In a statement issued today, the company said its “standard review process triggered a pause to vaccination to allow review of safety data.”
AstraZeneca didn’t reveal any information about the possible side effect except to call it “a potentially unexplained illness.” The health news site STAT first reported the pause in testing, saying the possible side effect occurred in the United Kingdom.

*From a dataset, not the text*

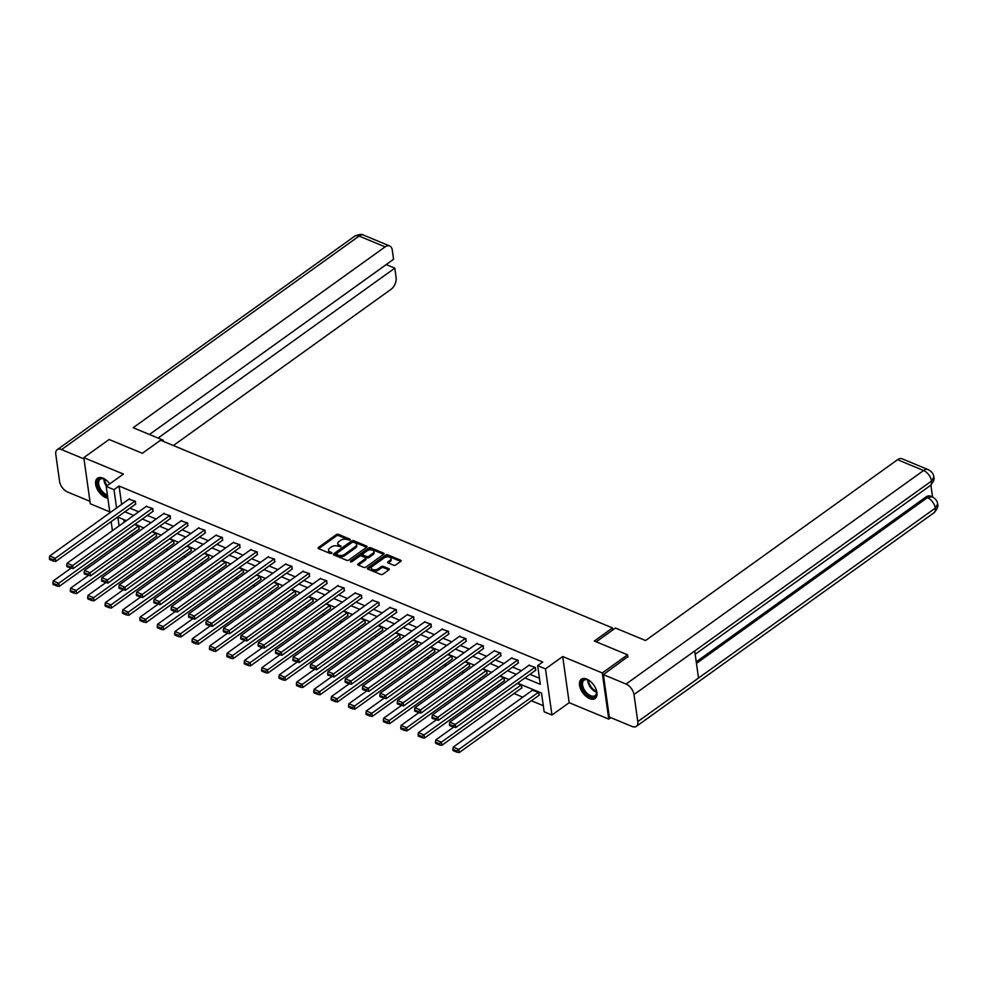 <?xml version="1.0" encoding="UTF-8"?>
<svg xmlns="http://www.w3.org/2000/svg" width="987" height="987" viewBox="0 0 987 987"><rect width="100%" height="100%" fill="white"/><g stroke="black" fill="none" stroke-linecap="round" stroke-linejoin="round"><path stroke-width="1.48" d="M350.126 540.012L350.064 539.186L338.43 534.362A1.493 0.827 -8 0 0 336.345 534.621L318.468 547.452A1.493 0.827 -8 0 0 318.085 548.118A1.493 0.827 -8 0 0 318.567 548.624L330.189 553.448L331.916 552.806L330.077 551.819A4.762 2.653 -8 0 1 328.535 550.203A4.762 2.653 -8 0 1 329.757 548.093L331.25 547.02A4.762 2.653 -8 0 1 337.924 546.193L340.885 546.638L339.318 545.194A4.762 2.653 -8 0 1 337.776 543.578A4.762 2.653 -8 0 1 338.997 541.456L340.478 540.395A4.762 2.653 -8 0 1 347.165 539.568L350.126 540.012M586.858 679.13A11.819 6.736 -125.7 0 0 581.331 679.253A11.819 6.736 -125.7 0 0 580.627 689.037A11.819 6.736 -125.7 0 0 589.597 698.599A11.819 6.736 -125.7 0 0 595.124 698.475A11.819 6.736 -125.7 0 0 595.827 688.692A11.819 6.736 -125.7 0 0 586.858 679.13M109.754 483.877A11.819 6.736 -125.7 0 0 102.981 478.164A11.819 6.736 -125.7 0 0 97.454 478.288A11.819 6.736 -125.7 0 0 96.738 488.072A11.819 6.736 -125.7 0 0 105.708 497.621A11.819 6.736 -125.7 0 0 107.854 498.225M393.64 565.23A1.493 0.827 -8 0 0 395.725 564.971L400.747 561.369A1.493 0.827 -8 0 0 401.129 560.702A1.493 0.827 -8 0 0 400.648 560.197L387.731 554.842A1.493 0.827 -8 0 0 385.646 555.101L367.769 567.932A1.493 0.827 -8 0 0 367.386 568.586A1.493 0.827 -8 0 0 367.867 569.092L380.785 574.459A1.493 0.827 -8 0 0 382.87 574.2L388.927 569.857A1.493 0.827 -8 0 0 389.31 569.191A1.493 0.827 -8 0 0 388.829 568.685L383.301 566.39A1.493 0.827 -8 0 0 381.216 566.649L378.206 568.808A3.985 2.208 -8 0 1 373.999 569.82A3.985 2.208 -8 0 1 371.334 568.142A3.985 2.208 -8 0 1 372.346 566.365L384.128 557.926A3.985 2.208 -8 0 1 388.335 556.902A3.985 2.208 -8 0 1 390.988 558.58A3.985 2.208 -8 0 1 389.976 560.357L388.014 561.763A1.493 0.827 -8 0 0 387.632 562.43A1.493 0.827 -8 0 0 388.113 562.935L393.64 565.23M610.817 717.635L608.757 719.116L602.267 672.961L627.572 654.813L594.347 641.007L612.557 627.942L160.56 440.214L142.35 453.28L109.125 439.486L83.821 457.635L123.4 474.081L106.201 486.431L113.998 489.663L119.057 486.036L542.739 662.006L537.681 665.633L545.478 668.878L551.967 715.032L544.158 711.787L541.53 693.071L517.657 683.152M602.267 672.961L562.689 656.528L545.478 668.878M366.708 547.23A1.493 0.827 -8 0 0 367.09 546.576A1.493 0.827 -8 0 0 366.609 546.07L353.691 540.703A1.493 0.827 -8 0 0 351.606 540.962L333.729 553.793A1.493 0.827 -8 0 0 333.347 554.447A1.493 0.827 -8 0 0 333.828 554.953L346.745 560.32A1.493 0.827 -8 0 0 348.83 560.061L366.708 547.23M370.717 547.773L383.635 553.127A1.493 0.827 -8 0 1 384.103 553.633A1.493 0.827 -8 0 1 383.733 554.299L365.844 567.13A1.493 0.827 -8 0 1 363.759 567.389L358.232 565.095A1.493 0.827 -8 0 1 357.75 564.589A1.493 0.827 -8 0 1 358.133 563.922L365.387 558.728A1.493 0.827 -8 0 0 365.77 558.062A1.493 0.827 -8 0 0 365.289 557.556L361.612 556.039A1.493 0.827 -8 0 0 359.527 556.286L351.977 561.714L350.447 561.072L368.632 548.032A1.493 0.827 -8 0 1 370.717 547.773L370.89 549.019L383.684 554.336M627.572 654.813L627.88 657.021M83.821 457.635L90.31 503.789L109.779 511.883M612.841 629.928L612.557 627.942M119.057 486.036L121.635 504.369M129.939 508.169L138.723 511.821M147.322 515.399L156.119 519.039M164.718 522.616L173.502 526.268M182.114 529.846L190.898 533.486M199.51 537.064L208.294 540.716M216.893 544.293L225.69 547.933M234.289 551.511L243.073 555.163M251.685 558.741L260.469 562.393M269.081 565.958L277.865 569.61M286.464 573.188L295.261 576.84M303.86 580.405L312.657 584.057M321.256 587.635L330.04 591.287M338.652 594.853L347.436 598.504M356.048 602.082L364.832 605.734M373.431 609.3L382.228 612.952M390.827 616.53L399.612 620.181M408.223 623.747L417.007 627.399M425.619 630.977L434.403 634.629M443.003 638.194L451.799 641.846M460.398 645.424L469.183 649.076M477.794 652.641L486.579 656.293M495.19 659.871L503.975 663.523M512.574 667.089L521.37 670.741M529.97 674.318L539.445 678.254M135.379 504.258L135.49 501.371L128.89 499.175M152.775 511.488L152.886 508.601L146.286 506.393M170.159 518.718L170.282 515.819L163.669 513.622M187.555 525.935L187.678 523.048L181.065 520.84M204.951 533.165L205.062 530.278L198.461 528.07M222.346 540.382L222.457 537.496L215.857 535.287M239.73 547.612L239.853 544.725L233.24 542.517M257.126 554.83L257.249 551.943L250.636 549.734M274.522 562.059L274.645 559.173L268.032 556.964M291.918 569.277L292.029 566.39L285.428 564.182M309.301 576.507L309.424 573.62L302.812 571.411M326.697 583.724L326.82 580.837L320.207 578.629M344.093 590.954L344.216 588.067L337.603 585.859M361.489 598.171L361.6 595.284L354.999 593.076M378.872 605.401L378.996 602.514L372.383 600.306M396.268 612.619L396.392 609.732L389.779 607.536M413.664 619.848L413.787 616.961L407.175 614.753M431.06 627.066L431.171 624.179L424.57 621.983M448.456 634.296L448.567 631.409L441.966 629.2M465.839 641.513L465.963 638.626L459.35 636.43M483.235 648.743L483.359 645.856L476.746 643.647M500.631 655.96L500.754 653.073L494.142 650.877M518.027 663.19L518.138 660.303L511.537 658.095M535.41 670.407L535.534 667.52L528.921 665.324M131.37 534.609L133.307 535.41M148.753 541.826L150.703 542.64M166.149 549.056L168.086 549.858M183.545 556.273L185.482 557.087M200.941 563.503L202.878 564.305M218.337 570.72L220.274 571.535M235.72 577.95L237.67 578.752M253.116 585.168L255.053 585.982M270.512 592.397L272.449 593.199M287.908 599.627L289.845 600.429M305.291 606.845L307.241 607.647M322.687 614.074L324.624 614.876M340.083 621.292L342.02 622.094M357.479 628.522L359.416 629.324M374.863 635.739L376.812 636.541M392.258 642.969L394.195 643.771M409.654 650.186L411.591 650.988M427.05 657.416L428.987 658.218M444.446 664.633L446.383 665.435M461.83 671.863L463.767 672.665M479.226 679.081L481.162 679.883M496.621 686.31L498.558 687.112M514.017 693.528L522.802 697.18M531.401 700.758L543.306 705.693M123.77 519.569L124.152 522.271M138.883 529.217L139.007 526.33L134.627 524.504M156.279 536.434L156.39 533.548L152.023 531.734M173.663 543.664L173.786 540.777L169.406 538.951M191.059 550.882L191.182 547.995L186.802 546.181M208.454 558.111L208.578 555.225L204.198 553.399M225.85 565.329L225.961 562.442L221.594 560.628M243.246 572.559L243.357 569.672L238.99 567.846M260.63 579.776L260.753 576.889L256.373 575.076M278.026 587.006L278.149 584.119L273.769 582.293M295.421 594.223L295.545 591.336L291.165 589.523M312.817 601.453L312.928 598.566L308.561 596.74M330.201 608.671L330.324 605.784L325.944 603.97M347.597 615.9L347.72 613.013L343.34 611.2M364.993 623.118L365.116 620.231L360.736 618.417M382.388 630.348L382.5 627.461L378.132 625.647M399.772 637.565L399.895 634.678L395.516 632.864M417.168 644.795L417.291 641.908L412.911 640.094M434.564 652.012L434.687 649.125L430.307 647.312M451.96 659.242L452.071 656.355L447.703 654.541M469.356 666.459L469.467 663.572L465.087 661.759M486.739 673.689L486.862 670.802L482.483 668.989M504.135 680.907L504.258 678.02L499.878 676.206M521.531 688.136L521.642 685.249L517.274 683.436M538.927 695.366L539.038 692.479L532.437 690.271M562.689 656.528L569.178 702.682L608.757 719.116M569.178 702.682L551.967 715.032M524.911 677.946L540.308 684.349L537.681 665.633M124.868 511.797L133.664 515.448M142.264 519.026L151.06 522.678M159.66 526.244L168.444 529.896M177.055 533.473L185.84 537.125M194.451 540.691L203.236 544.343M211.835 547.921L220.632 551.573M229.231 555.15L238.015 558.79M246.627 562.368L255.411 566.02M264.022 569.598L272.807 573.237M281.406 576.815L290.203 580.467M298.802 584.045L307.586 587.684M316.198 591.262L324.982 594.914M333.594 598.492L342.378 602.132M350.977 605.71L359.774 609.361M368.373 612.939L377.157 616.579M385.769 620.157L394.553 623.809M403.165 627.387L411.949 631.026M420.548 634.604L429.345 638.256M437.944 641.834L446.741 645.486M455.34 649.051L464.124 652.703M472.736 656.281L481.52 659.933M490.132 663.498L498.916 667.15M507.515 670.728L516.312 674.38M113.998 489.663L116.577 508.009M112.419 530.698L111.149 521.654M109.902 512.796L106.201 486.431M126.41 520.655L117.86 517.114L119.094 525.911M509.045 679.587L500.261 675.935M491.662 672.357L482.865 668.705M474.266 665.139L465.482 661.487M456.87 657.91L448.086 654.258M439.474 650.692L430.69 647.04M422.091 643.462L413.294 639.81M404.695 636.245L395.898 632.593M387.299 629.015L378.514 625.363M369.903 621.798L361.119 618.146M352.507 614.568L343.723 610.916M335.124 607.35L326.327 603.699M317.728 600.121L308.943 596.469M300.332 592.903L291.547 589.251M282.936 585.673L274.152 582.022M265.552 578.456L256.756 574.804M248.156 571.226L239.372 567.574M230.761 563.996L221.976 560.357M213.365 556.779L204.58 553.127M195.981 549.549L187.185 545.91M178.585 542.332L169.801 538.68M161.189 535.102L152.405 531.462M143.794 527.885L135.009 524.233M337.776 543.578L337.949 544.824A4.762 2.653 -8 0 0 339.491 546.44L339.318 545.194M340.453 546.835L339.491 546.44M328.535 550.203L328.72 551.449A4.762 2.653 -8 0 0 330.25 553.078L330.077 551.819M331.213 553.473L330.25 553.078M349.694 540.21L338.603 535.608A1.493 0.827 -8 0 0 336.518 535.867L318.678 548.661M366.67 547.267L353.877 541.949A1.493 0.827 -8 0 0 351.779 542.208L333.951 555.002M353.506 542.196L352.051 542.381L336.357 553.645L338.01 555.113A4.762 2.653 -8 0 0 344.697 554.287L355.419 546.588A4.762 2.653 -8 0 0 356.628 544.479A4.762 2.653 -8 0 0 355.098 542.862L353.506 542.196M336.086 554.102L336.259 555.348L336.419 554.46M356.628 544.479L356.813 545.725A4.762 2.653 -8 0 1 355.591 547.847L344.87 555.545A4.762 2.653 -8 0 1 338.183 556.372L336.604 555.706M358.355 565.144L365.56 559.974A1.493 0.827 -8 0 0 365.943 559.308L365.77 558.062M351.101 561.985L368.805 549.278L368.632 548.032M372.913 553.325A3.985 2.208 -8 0 0 373.925 551.548A3.985 2.208 -8 0 0 371.26 549.87A3.985 2.208 -8 0 0 367.053 550.894L362.908 553.867A1.493 0.827 -8 0 0 362.525 554.534A1.493 0.827 -8 0 0 363.006 555.039L366.67 556.557A1.493 0.827 -8 0 0 368.768 556.298L372.913 553.325L373.086 554.571A3.985 2.208 -8 0 0 374.098 552.806L373.925 551.548M362.525 554.534L362.71 555.78A1.493 0.827 -8 0 0 363.179 556.286L363.006 555.039M373.086 554.571L368.941 557.544A1.493 0.827 -8 0 1 366.856 557.803L363.179 556.286M370.89 549.019A1.493 0.827 -8 0 0 368.805 549.278M390.988 558.58L391.173 559.839A3.985 2.208 -8 0 1 390.149 561.603L388.236 562.985M371.334 568.142L371.507 569.388A3.985 2.208 -8 0 0 374.172 571.066A3.985 2.208 -8 0 0 378.379 570.054L378.206 568.808M388.878 569.881L383.474 567.636A1.493 0.827 -8 0 0 381.389 567.895L378.379 570.054M400.71 561.393L387.903 556.088A1.493 0.827 -8 0 0 385.818 556.347L367.978 569.141M138.439 526.096L58.776 583.268L53.199 580.948L70.805 568.315L70.645 567.069L66.746 565.452L66.919 566.698L73.1 568.66L153.244 511.143M56.752 584.797L52.854 583.181L53.027 584.427L56.938 586.044L56.752 584.797L58.776 583.268L59.22 586.389L139.364 528.872M53.199 580.948L52.854 583.181M56.938 586.044L59.22 586.389M134.935 501.149L55.272 558.321L55.716 561.43L135.848 503.925M129.359 498.83L49.695 556.002L55.272 558.321L53.249 559.851L49.35 558.223L49.523 559.481L53.434 561.097L53.249 559.851M55.716 561.43L53.434 561.097M49.35 558.223L49.695 556.002M107.558 496.14A10.228 5.836 54.3 0 1 98.466 487.22A10.228 5.836 54.3 0 1 100.366 478.461A10.228 5.836 54.3 0 1 104.141 478.966A10.228 5.836 54.3 0 1 106.744 480.57M104.437 479.102A9.475 5.404 -125.7 0 0 101.229 478.757A9.475 5.404 -125.7 0 0 100.131 479.25A9.475 5.404 -125.7 0 0 99.736 487.479A9.475 5.404 -125.7 0 0 107.398 494.98M98.145 477.893A11.745 6.699 -125.7 0 0 98.009 488.38A11.745 6.699 -125.7 0 0 107.743 497.399M595.938 688.938A10.228 5.836 54.3 0 1 596.617 691.912A10.228 5.836 54.3 0 1 593.829 697.143A10.228 5.836 54.3 0 1 583.107 689.79A10.228 5.836 54.3 0 1 584.255 679.426A10.228 5.836 54.3 0 1 588.03 679.932A10.228 5.836 54.3 0 1 590.633 681.536M588.326 680.068A9.475 5.404 -125.7 0 0 585.106 679.722A9.475 5.404 -125.7 0 0 584.02 680.228A9.475 5.404 -125.7 0 0 584.575 690.209A9.475 5.404 -125.7 0 0 593.977 696.119A9.475 5.404 -125.7 0 0 595.062 695.613A9.475 5.404 -125.7 0 0 596.592 691.591M582.022 678.859A11.745 6.699 -125.7 0 0 582.972 691.27A11.745 6.699 -125.7 0 0 594.532 698.451A11.745 6.699 -125.7 0 0 595.716 697.945M163.41 441.386L163.25 440.214L133.146 427.716L385.127 246.873L359.095 236.066L61.564 449.591L83.994 458.906M162.275 440.918L163.25 440.214M173.379 445.532L391.086 289.29A9.093 5.503 112.6 0 0 396.108 277.446L394.812 268.156L158.043 438.068M61.564 449.591A9.327 5.317 -125.7 0 0 57.209 449.677A9.327 5.317 -125.7 0 0 55.79 454.415L59.59 481.483A9.327 5.317 -125.7 0 0 67.523 491.995L89.965 501.31M149.444 434.49L393.566 259.297L392.258 250.007A9.093 5.503 112.6 0 0 389.668 245.96A9.093 5.503 112.6 0 0 385.127 246.873M386.201 264.578L394.812 268.156M596.271 641.809L615.456 628.04L645.56 640.538L897.553 459.708A9.093 5.503 -67.4 0 1 902.093 458.782L928.125 469.602A9.093 5.503 -67.4 0 0 923.585 470.515L897.553 459.708M637.799 721.62L698.512 678.044L694.712 650.976L633.987 694.552L637.799 721.62A9.327 5.317 -125.7 0 1 636.381 726.346A9.327 5.317 -125.7 0 1 632.013 726.444L609.324 717.031L603.365 674.614L627.831 656.676M633.987 694.552A9.327 5.317 -125.7 0 0 626.054 684.04L603.365 674.614M932.579 497.029L930.901 485.049M696.242 661.833L925.892 497.016A9.093 5.503 -67.4 0 1 930.433 496.103L931.938 496.732L927.398 497.645L925.892 497.016M695.181 654.282L930.099 485.703A9.327 5.317 -125.7 0 0 931.518 481.039L933.838 476.992C933.542 473.846 931.642 471.391 928.125 469.602M636.381 726.346L933.912 512.833A9.327 5.317 -125.7 0 0 935.331 508.108L937.65 504.061C937.366 500.989 935.466 498.546 931.938 496.732M155.835 533.313L76.172 590.485L70.595 588.178L88.201 575.544L88.04 574.298L84.142 572.682L84.314 573.928L90.496 575.877L170.64 518.372M74.148 592.027L70.25 590.399L70.422 591.645L74.321 593.273L74.148 592.027L76.172 590.485L76.616 593.606L156.748 536.089M70.595 588.178L70.25 590.399M74.321 593.273L76.616 593.606M173.231 540.543L93.568 597.715L87.991 595.395L105.597 582.762L105.436 581.516L101.525 579.9L101.71 581.146L107.891 583.107L188.036 525.59M91.544 599.245L87.646 597.628L87.818 598.875L91.717 600.491L91.544 599.245L93.568 597.715L93.999 600.836L174.144 543.319M87.991 595.395L87.646 597.628M91.717 600.491L93.999 600.836M152.331 508.367L72.668 565.539L73.1 568.66M146.755 506.06L67.091 563.219L72.668 565.539L70.645 567.069M66.746 565.452L67.091 563.219M169.727 515.596L90.064 572.768L90.496 575.877M164.15 513.277L84.487 570.449L90.064 572.768L88.04 574.298M84.142 572.682L84.487 570.449M190.627 547.76L110.963 604.932L105.387 602.625L122.993 589.992L122.82 588.745L118.921 587.129L119.094 588.375L125.287 590.325L205.419 532.82M108.94 606.474L105.029 604.846L105.214 606.092L109.113 607.721L108.94 606.474L110.963 604.932L111.395 608.054L191.54 550.536M105.387 602.625L105.029 604.846M109.113 607.721L111.395 608.054M208.01 554.99L128.347 612.162L122.77 609.843L140.376 597.209L140.216 595.963L136.317 594.347L136.49 595.593L142.671 597.554L222.815 540.037M126.336 613.692L122.425 612.076L122.598 613.322L126.509 614.938L126.336 613.692L128.347 612.162L128.791 615.283L208.936 557.766M122.77 609.843L122.425 612.076M126.509 614.938L128.791 615.283M225.406 562.208L145.743 619.38L140.166 617.072L157.772 604.439L157.612 603.193L153.713 601.577L153.886 602.823L160.067 604.772L240.211 547.267M143.72 620.922L139.821 619.293L139.994 620.539L143.905 622.168L143.72 620.922L145.743 619.38L146.187 622.501L226.319 564.996M140.166 617.072L139.821 619.293M143.905 622.168L146.187 622.501M187.123 522.814L107.447 579.986L107.891 583.107M181.546 520.507L101.883 577.679L107.447 579.986L105.436 581.516M101.525 579.9L101.883 577.679M204.506 530.044L124.843 587.216L125.287 590.325M198.93 527.724L119.267 584.896L124.843 587.216L122.82 588.745M118.921 587.129L119.267 584.896M221.902 537.261L142.239 594.433L142.671 597.554M216.326 534.954L136.662 592.126L142.239 594.433L140.216 595.963M136.317 594.347L136.662 592.126M242.802 569.437L163.139 626.609L157.562 624.29L175.168 611.656M161.115 628.139L157.217 626.523L157.389 627.769L161.288 629.385L161.115 628.139L163.139 626.609L163.571 629.731L243.715 572.213M157.562 624.29L157.217 626.523M161.288 629.385L163.571 629.731M239.298 544.491L159.635 601.663L160.067 604.772M233.722 542.171L154.058 599.343L159.635 601.663L157.612 603.193M153.713 601.577L154.058 599.343M260.198 576.655L180.535 633.827L174.958 631.52L192.564 618.886L192.391 617.64L188.492 616.024L188.665 617.27L194.858 619.231L275.003 561.714M178.511 635.369L174.613 633.74L174.785 634.986L178.684 636.615L178.511 635.369L180.535 633.827L180.966 636.948L261.111 579.443M174.958 631.52L174.613 633.74M178.684 636.615L180.966 636.948M256.694 551.708L177.018 608.88L177.463 612.002L257.607 554.484M251.117 549.401L171.454 606.573L177.018 608.88L175.007 610.41L171.096 608.794L171.282 610.04L175.18 611.669L175.007 610.41M177.463 612.002L175.18 611.669M171.096 608.794L171.454 606.573M277.594 583.885L197.918 641.057L192.354 638.737L209.96 626.103L209.787 624.857L205.888 623.241L206.061 624.487L212.242 626.449L292.386 568.931M195.907 642.586L191.996 640.97L192.181 642.216L196.08 643.832L195.907 642.586L197.918 641.057L198.362 644.178L278.507 586.66M192.354 638.737L191.996 640.97M196.08 643.832L198.362 644.178M274.078 558.938L194.414 616.11L194.858 619.231M268.513 556.619L188.838 613.791L194.414 616.11L192.391 617.64M188.492 616.024L188.838 613.791M294.977 591.114L215.314 648.274L209.737 645.967L227.343 633.333M213.291 649.816L209.392 648.188L209.565 649.434L213.476 651.062L213.291 649.816L215.314 648.274L215.758 651.395L295.903 593.89M209.737 645.967L209.392 648.188M213.476 651.062L215.758 651.395M291.473 566.156L211.81 623.328L212.242 626.449M285.897 563.848L206.234 621.02L211.81 623.328L209.787 624.857M205.888 623.241L206.234 621.02M312.373 598.332L232.71 655.504L227.133 653.184L244.739 640.551M230.687 657.034L226.788 655.417L226.961 656.663L230.859 658.28L230.687 657.034L232.71 655.504L233.142 658.625L313.286 601.108M227.133 653.184L226.788 655.417M230.859 658.28L233.142 658.625M308.869 573.385L229.206 630.557L229.638 633.679L309.782 576.161M303.293 571.066L223.63 628.238L229.206 630.557L227.183 632.087L223.284 630.471L223.457 631.717L227.355 633.333L227.183 632.087M229.638 633.679L227.355 633.333M223.284 630.471L223.63 628.238M329.769 605.562L250.106 662.721L244.529 660.414L262.135 647.78M248.082 664.263L244.184 662.635L244.357 663.881L248.255 665.509L248.082 664.263L250.106 662.721L250.538 665.843L330.682 608.337M244.529 660.414L244.184 662.635M248.255 665.509L250.538 665.843M326.265 580.603L246.59 637.775L247.034 640.896L327.178 583.379M320.689 578.296L241.025 635.468L246.59 637.775L244.579 639.317L240.668 637.688L240.853 638.934L244.751 640.563L244.579 639.317M247.034 640.896L244.751 640.563M240.668 637.688L241.025 635.468M347.165 612.779L267.489 669.951L261.925 667.631L279.531 654.998L279.358 653.764L275.459 652.136L275.632 653.382L281.826 655.343L361.958 597.826M265.478 671.481L261.567 669.865L261.752 671.111L265.651 672.727L265.478 671.481L267.489 669.951L267.933 673.072L348.078 615.555M261.925 667.631L261.567 669.865M265.651 672.727L267.933 673.072M343.649 587.833L263.985 645.004L264.43 648.126L344.574 590.608M338.085 585.513L258.409 642.685L263.985 645.004L261.962 646.534L258.063 644.918L258.236 646.164L262.147 647.78L261.962 646.534M264.43 648.126L262.147 647.78M258.063 644.918L258.409 642.685M364.548 620.009L284.885 677.181L279.309 674.861L296.914 662.228L296.754 660.982L292.855 659.365L293.028 660.611L299.209 662.573L379.353 605.056M282.862 678.711L278.963 677.082L279.136 678.328L283.047 679.957L282.862 678.711L284.885 677.181L285.329 680.29L365.474 622.785M279.309 674.861L278.963 677.082M283.047 679.957L285.329 680.29M361.045 595.05L281.381 652.222L281.826 655.343M355.468 592.743L275.805 649.915L281.381 652.222L279.358 653.764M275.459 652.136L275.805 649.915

An AstraZeneca spokesperson confirmed the pause in vaccinations covers studies in the U.S. and other countries. Late last month, AstraZeneca began recruiting 30,000 people in the U.S. for its largest study of the vaccine. It also is testing the vaccine, developed by Oxford University, in thousands of people in Britain, and in smaller studies in Brazil and South Africa.
Two other vaccines are in huge, final-stage tests in the United States, one made by Moderna Inc. and the other by Pfizer and Germany’s BioNTech. Those two vaccines work differently than AstraZeneca’s, and the studies already have recruited about two-thirds of the needed volunteers.
Temporary holds of large medical studies aren’t unusual, and investigating any serious or unexpected reaction is a mandatory part of safety testing. AstraZeneca pointed out that it’s possible the problem could be a coincidence; illnesses of all sorts could arise in studies of thousands of people.
“We are working to expedite the review of the single event to minimize any potential impact on the trial timeline,” the company statement said.
Dr. Ashish Jha of Brown University said via Twitter that the significance of the interruption was unclear but that he was “still optimistic” that an effective vaccine will be found in the coming months.
“But optimism isn’t evidence,” he wrote. “Let’s let science drive this process.”
During the third and final stage of testing, researchers look for any signs of possible side effects that may have gone undetected in earlier patient research. Because of their large size, the studies are considered the most important phase of study for picking less common side effects and establishing safety.
The trials also assess effectiveness by tracking who gets sick and who doesn’t between patients getting the vaccine and those receiving a dummy shot.
The development came the same day that AstraZeneca and eight other drugmakers issued an unusual pledge, vowing to uphold the highest ethical and scientific standards in developing their vaccines.
The announcement follows worries that President Donald Trump will pressure the U.S. Food and Drug Administration to approve a vaccine before it’s proven to be safe and effective.
The U.S. has invested billions of dollars in efforts to quickly develop multiple vaccines against COVID-19. But public fears that a vaccine is unsafe or ineffective could be disastrous, derailing the effort to vaccinate millions of Americans.
Representatives for the FDA did not immediately respond to requests for comment today.
AstraZeneca’s U.S.-traded shares fell more than 6% in after-hours trading following reports of the trial being paused.